§ Material provided

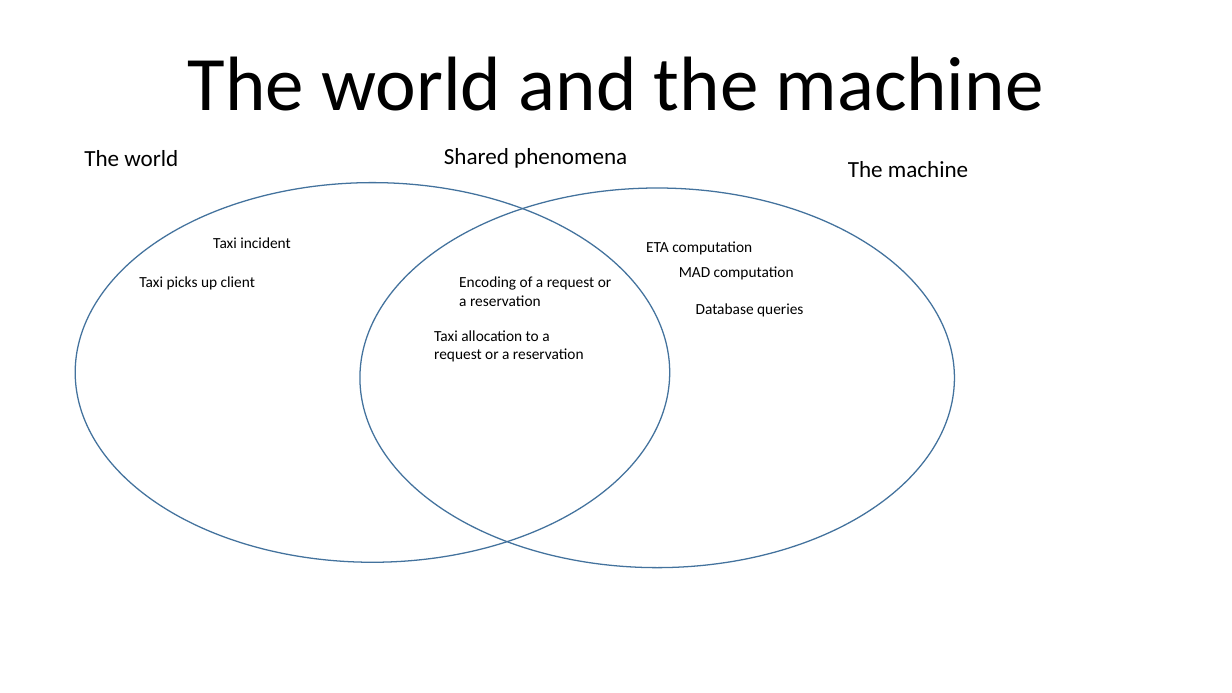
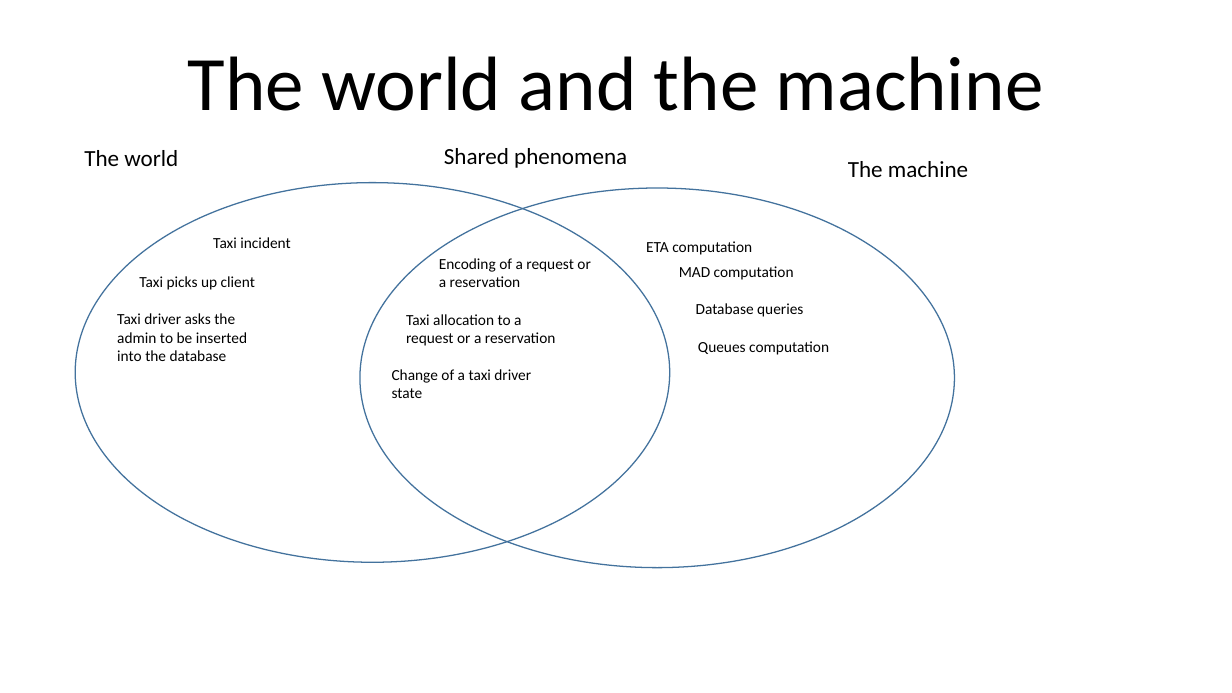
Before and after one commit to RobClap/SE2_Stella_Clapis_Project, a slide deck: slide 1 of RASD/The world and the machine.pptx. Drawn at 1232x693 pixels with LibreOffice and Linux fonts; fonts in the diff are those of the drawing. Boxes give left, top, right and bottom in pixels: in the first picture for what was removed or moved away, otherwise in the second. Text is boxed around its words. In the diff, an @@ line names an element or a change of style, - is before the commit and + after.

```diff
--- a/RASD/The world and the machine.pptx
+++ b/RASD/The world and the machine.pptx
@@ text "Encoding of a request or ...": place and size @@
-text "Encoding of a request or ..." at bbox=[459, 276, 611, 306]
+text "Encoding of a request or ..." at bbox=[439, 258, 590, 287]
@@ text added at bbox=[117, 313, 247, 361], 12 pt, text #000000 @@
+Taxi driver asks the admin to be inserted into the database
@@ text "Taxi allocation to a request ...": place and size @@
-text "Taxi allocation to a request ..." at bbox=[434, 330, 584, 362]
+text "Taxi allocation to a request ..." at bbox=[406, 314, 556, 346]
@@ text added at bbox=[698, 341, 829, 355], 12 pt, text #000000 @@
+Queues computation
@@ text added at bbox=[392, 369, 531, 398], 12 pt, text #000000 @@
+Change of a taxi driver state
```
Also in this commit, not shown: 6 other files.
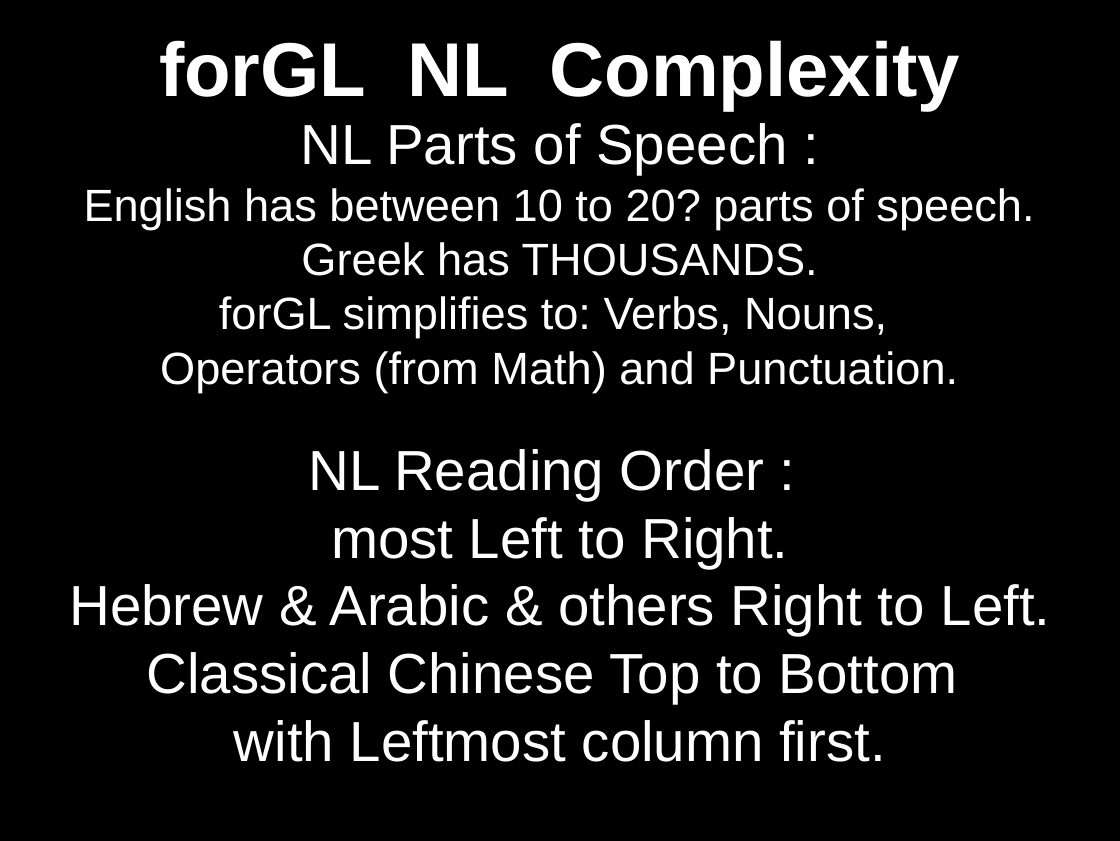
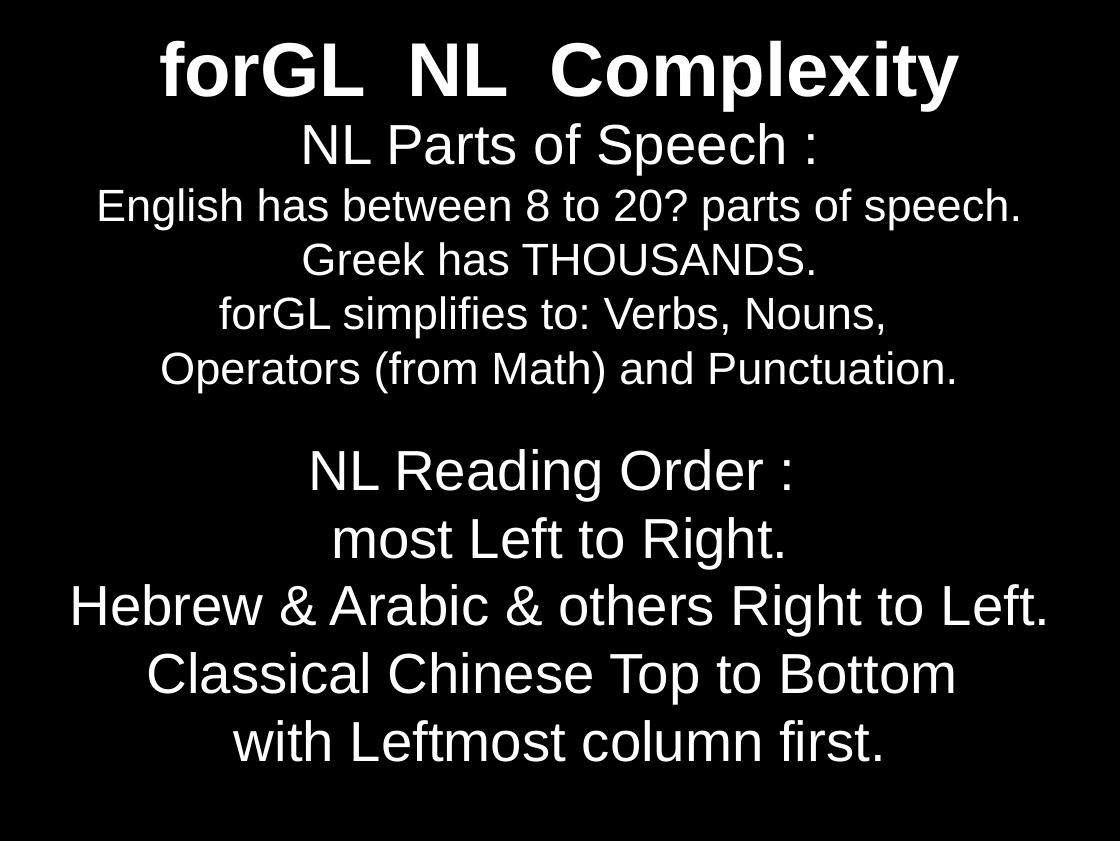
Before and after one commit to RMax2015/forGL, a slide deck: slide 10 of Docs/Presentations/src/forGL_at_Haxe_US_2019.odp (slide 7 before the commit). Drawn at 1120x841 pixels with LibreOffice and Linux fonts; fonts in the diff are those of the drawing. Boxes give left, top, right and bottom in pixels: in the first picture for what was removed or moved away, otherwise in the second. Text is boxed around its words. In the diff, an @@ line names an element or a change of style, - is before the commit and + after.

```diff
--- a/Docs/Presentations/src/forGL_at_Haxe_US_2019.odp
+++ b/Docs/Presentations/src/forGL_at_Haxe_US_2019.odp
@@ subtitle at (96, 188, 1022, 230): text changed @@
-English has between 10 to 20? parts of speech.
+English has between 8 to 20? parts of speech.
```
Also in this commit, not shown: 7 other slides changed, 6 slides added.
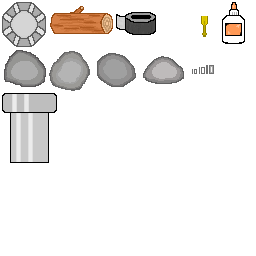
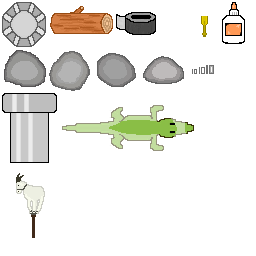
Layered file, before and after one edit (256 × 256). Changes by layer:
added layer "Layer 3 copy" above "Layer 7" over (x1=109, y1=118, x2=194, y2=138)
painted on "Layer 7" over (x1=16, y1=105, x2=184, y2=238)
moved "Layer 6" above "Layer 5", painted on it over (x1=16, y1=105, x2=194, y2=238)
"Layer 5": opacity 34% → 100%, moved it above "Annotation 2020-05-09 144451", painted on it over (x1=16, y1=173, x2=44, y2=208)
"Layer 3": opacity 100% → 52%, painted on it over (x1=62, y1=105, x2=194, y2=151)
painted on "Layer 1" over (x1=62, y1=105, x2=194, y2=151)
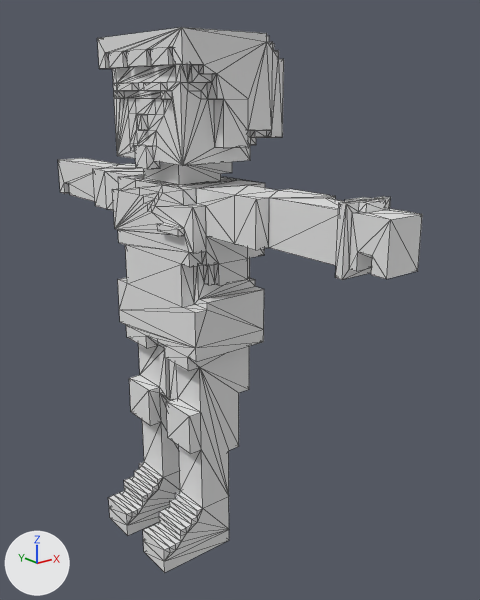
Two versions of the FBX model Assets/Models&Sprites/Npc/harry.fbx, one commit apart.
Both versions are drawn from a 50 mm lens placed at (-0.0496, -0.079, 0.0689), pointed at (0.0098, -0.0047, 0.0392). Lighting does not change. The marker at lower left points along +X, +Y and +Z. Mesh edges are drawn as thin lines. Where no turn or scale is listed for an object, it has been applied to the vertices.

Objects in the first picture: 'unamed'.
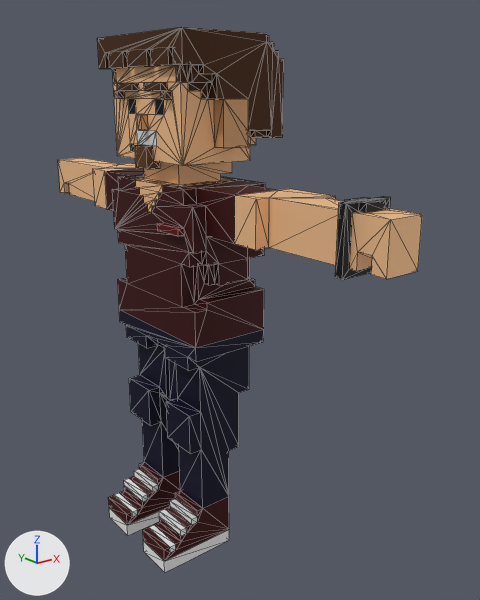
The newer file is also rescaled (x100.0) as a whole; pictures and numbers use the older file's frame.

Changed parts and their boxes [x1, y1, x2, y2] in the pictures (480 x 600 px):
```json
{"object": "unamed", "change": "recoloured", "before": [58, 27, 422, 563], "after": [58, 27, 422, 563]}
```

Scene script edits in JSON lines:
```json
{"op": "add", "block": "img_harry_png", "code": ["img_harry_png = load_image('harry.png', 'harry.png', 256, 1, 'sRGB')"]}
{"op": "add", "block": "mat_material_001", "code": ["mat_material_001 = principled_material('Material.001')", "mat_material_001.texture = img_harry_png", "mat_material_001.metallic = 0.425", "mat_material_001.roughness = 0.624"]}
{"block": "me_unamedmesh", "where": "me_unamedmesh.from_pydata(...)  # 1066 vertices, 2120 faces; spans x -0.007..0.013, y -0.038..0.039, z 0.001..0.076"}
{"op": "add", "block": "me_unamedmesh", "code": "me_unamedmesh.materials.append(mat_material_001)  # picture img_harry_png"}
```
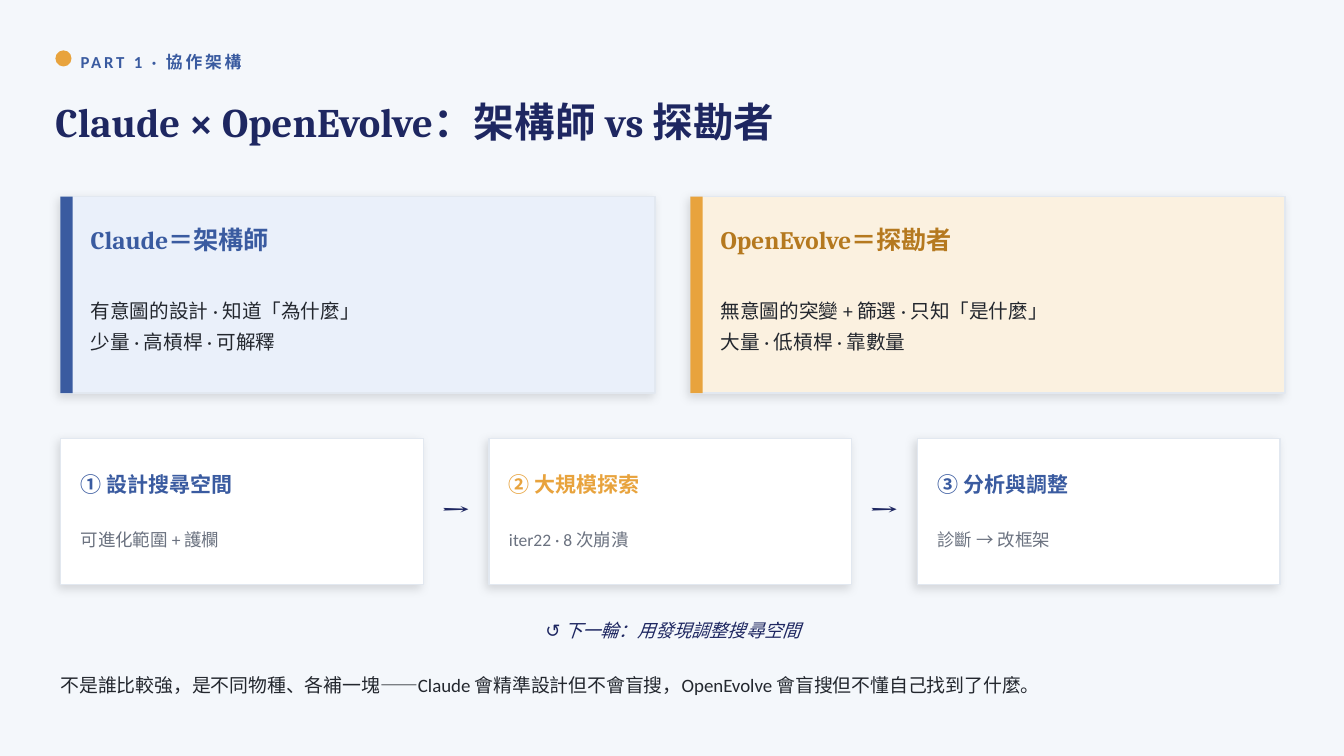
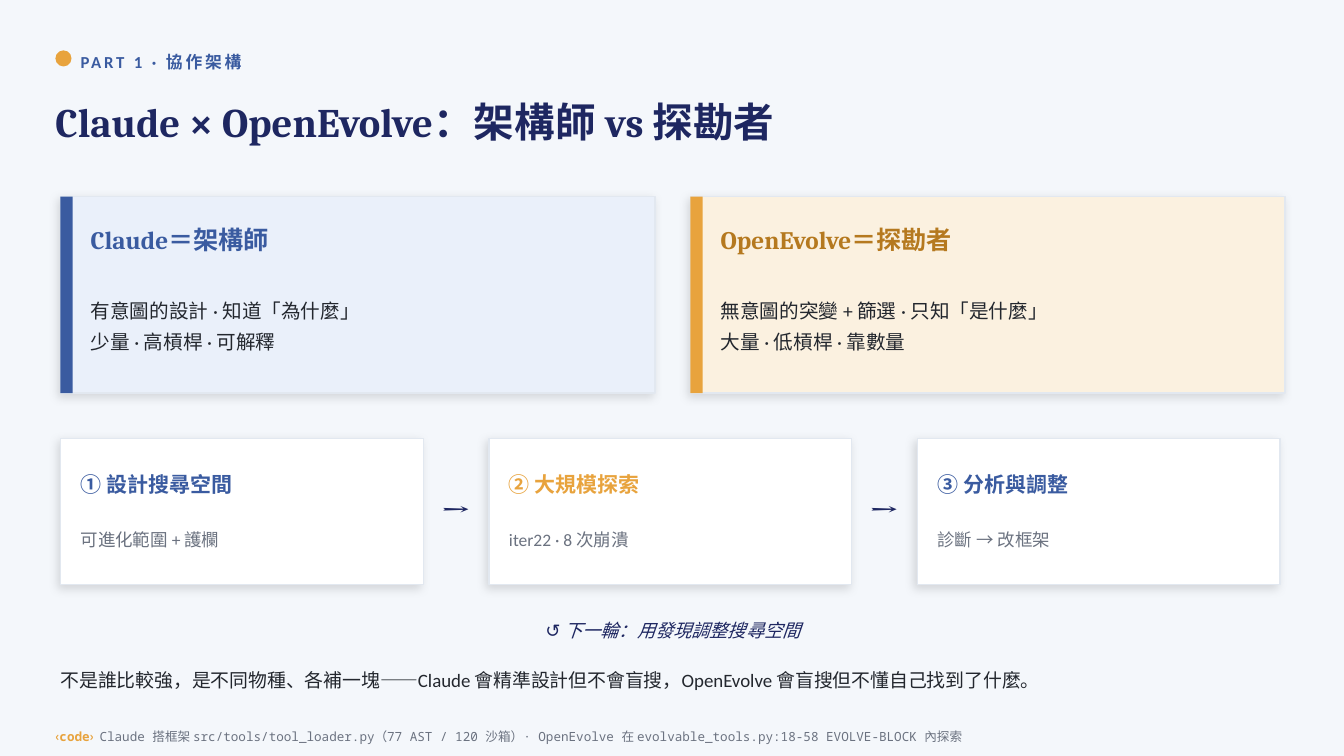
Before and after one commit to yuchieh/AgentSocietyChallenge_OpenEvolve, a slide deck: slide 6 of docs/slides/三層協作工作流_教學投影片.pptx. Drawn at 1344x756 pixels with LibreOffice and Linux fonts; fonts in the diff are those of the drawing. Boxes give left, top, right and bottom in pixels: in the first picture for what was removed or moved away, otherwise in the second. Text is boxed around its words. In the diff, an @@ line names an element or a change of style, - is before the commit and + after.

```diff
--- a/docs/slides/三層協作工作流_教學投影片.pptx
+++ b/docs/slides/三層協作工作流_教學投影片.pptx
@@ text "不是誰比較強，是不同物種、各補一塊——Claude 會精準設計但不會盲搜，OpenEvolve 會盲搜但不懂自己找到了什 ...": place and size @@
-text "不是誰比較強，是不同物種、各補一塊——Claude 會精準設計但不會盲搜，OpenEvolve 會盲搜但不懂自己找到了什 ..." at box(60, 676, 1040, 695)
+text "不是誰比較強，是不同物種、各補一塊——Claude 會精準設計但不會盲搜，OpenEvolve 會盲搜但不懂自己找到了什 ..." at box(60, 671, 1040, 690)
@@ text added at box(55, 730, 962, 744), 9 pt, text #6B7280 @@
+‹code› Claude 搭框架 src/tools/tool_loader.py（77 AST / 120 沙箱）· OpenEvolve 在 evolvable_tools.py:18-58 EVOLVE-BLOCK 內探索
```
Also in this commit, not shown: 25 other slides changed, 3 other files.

§ Try it
Would you output all of the entries above exactly, keeping the pictures out?

§ Answer space
Before and after one commit to RobClap/SE2_Stella_Clapis_Project, a slide deck: slide 1 of RASD/The world and the machine.pptx. Drawn at 1232x693 pixels with LibreOffice and Linux fonts; fonts in the diff are those of the drawing. Boxes give left, top, right and bottom in pixels: in the first picture for what was removed or moved away, otherwise in the second. Text is boxed around its words. In the diff, an @@ line names an element or a change of style, - is before the commit and + after.

```diff
--- a/RASD/The world and the machine.pptx
+++ b/RASD/The world and the machine.pptx
@@ text "Encoding of a request or ...": place and size @@
-text "Encoding of a request or ..." at bbox=[459, 276, 611, 306]
+text "Encoding of a request or ..." at bbox=[439, 258, 590, 287]
@@ text added at bbox=[117, 313, 247, 361], 12 pt, text #000000 @@
+Taxi driver asks the admin to be inserted into the database
@@ text "Taxi allocation to a request ...": place and size @@
-text "Taxi allocation to a request ..." at bbox=[434, 330, 584, 362]
+text "Taxi allocation to a request ..." at bbox=[406, 314, 556, 346]
@@ text added at bbox=[698, 341, 829, 355], 12 pt, text #000000 @@
+Queues computation
@@ text added at bbox=[392, 369, 531, 398], 12 pt, text #000000 @@
+Change of a taxi driver state
```
Also in this commit, not shown: 6 other files.
Before and after one commit to RMax2015/forGL, a slide deck: slide 10 of Docs/Presentations/src/forGL_at_Haxe_US_2019.odp (slide 7 before the commit). Drawn at 1120x841 pixels with LibreOffice and Linux fonts; fonts in the diff are those of the drawing. Boxes give left, top, right and bottom in pixels: in the first picture for what was removed or moved away, otherwise in the second. Text is boxed around its words. In the diff, an @@ line names an element or a change of style, - is before the commit and + after.

```diff
--- a/Docs/Presentations/src/forGL_at_Haxe_US_2019.odp
+++ b/Docs/Presentations/src/forGL_at_Haxe_US_2019.odp
@@ subtitle at (96, 188, 1022, 230): text changed @@
-English has between 10 to 20? parts of speech.
+English has between 8 to 20? parts of speech.
```
Also in this commit, not shown: 7 other slides changed, 6 slides added.
Layered file, before and after one edit (256 × 256). Changes by layer:
added layer "Layer 3 copy" above "Layer 7" over (x1=109, y1=118, x2=194, y2=138)
painted on "Layer 7" over (x1=16, y1=105, x2=184, y2=238)
moved "Layer 6" above "Layer 5", painted on it over (x1=16, y1=105, x2=194, y2=238)
"Layer 5": opacity 34% → 100%, moved it above "Annotation 2020-05-09 144451", painted on it over (x1=16, y1=173, x2=44, y2=208)
"Layer 3": opacity 100% → 52%, painted on it over (x1=62, y1=105, x2=194, y2=151)
painted on "Layer 1" over (x1=62, y1=105, x2=194, y2=151)
Two versions of the FBX model Assets/Models&Sprites/Npc/harry.fbx, one commit apart.
Both versions are drawn from a 50 mm lens placed at (-0.0496, -0.079, 0.0689), pointed at (0.0098, -0.0047, 0.0392). Lighting does not change. The marker at lower left points along +X, +Y and +Z. Mesh edges are drawn as thin lines. Where no turn or scale is listed for an object, it has been applied to the vertices.

Objects in the first picture: 'unamed'.
The newer file is also rescaled (x100.0) as a whole; pictures and numbers use the older file's frame.

Changed parts and their boxes [x1, y1, x2, y2] in the pictures (480 x 600 px):
```json
{"object": "unamed", "change": "recoloured", "before": [58, 27, 422, 563], "after": [58, 27, 422, 563]}
```

Scene script edits in JSON lines:
```json
{"op": "add", "block": "img_harry_png", "code": ["img_harry_png = load_image('harry.png', 'harry.png', 256, 1, 'sRGB')"]}
{"op": "add", "block": "mat_material_001", "code": ["mat_material_001 = principled_material('Material.001')", "mat_material_001.texture = img_harry_png", "mat_material_001.metallic = 0.425", "mat_material_001.roughness = 0.624"]}
{"block": "me_unamedmesh", "where": "me_unamedmesh.from_pydata(...)  # 1066 vertices, 2120 faces; spans x -0.007..0.013, y -0.038..0.039, z 0.001..0.076"}
{"op": "add", "block": "me_unamedmesh", "code": "me_unamedmesh.materials.append(mat_material_001)  # picture img_harry_png"}
```
Before and after one commit to yuchieh/AgentSocietyChallenge_OpenEvolve, a slide deck: slide 6 of docs/slides/三層協作工作流_教學投影片.pptx. Drawn at 1344x756 pixels with LibreOffice and Linux fonts; fonts in the diff are those of the drawing. Boxes give left, top, right and bottom in pixels: in the first picture for what was removed or moved away, otherwise in the second. Text is boxed around its words. In the diff, an @@ line names an element or a change of style, - is before the commit and + after.

```diff
--- a/docs/slides/三層協作工作流_教學投影片.pptx
+++ b/docs/slides/三層協作工作流_教學投影片.pptx
@@ text "不是誰比較強，是不同物種、各補一塊——Claude 會精準設計但不會盲搜，OpenEvolve 會盲搜但不懂自己找到了什 ...": place and size @@
-text "不是誰比較強，是不同物種、各補一塊——Claude 會精準設計但不會盲搜，OpenEvolve 會盲搜但不懂自己找到了什 ..." at box(60, 676, 1040, 695)
+text "不是誰比較強，是不同物種、各補一塊——Claude 會精準設計但不會盲搜，OpenEvolve 會盲搜但不懂自己找到了什 ..." at box(60, 671, 1040, 690)
@@ text added at box(55, 730, 962, 744), 9 pt, text #6B7280 @@
+‹code› Claude 搭框架 src/tools/tool_loader.py（77 AST / 120 沙箱）· OpenEvolve 在 evolvable_tools.py:18-58 EVOLVE-BLOCK 內探索
```
Also in this commit, not shown: 25 other slides changed, 3 other files.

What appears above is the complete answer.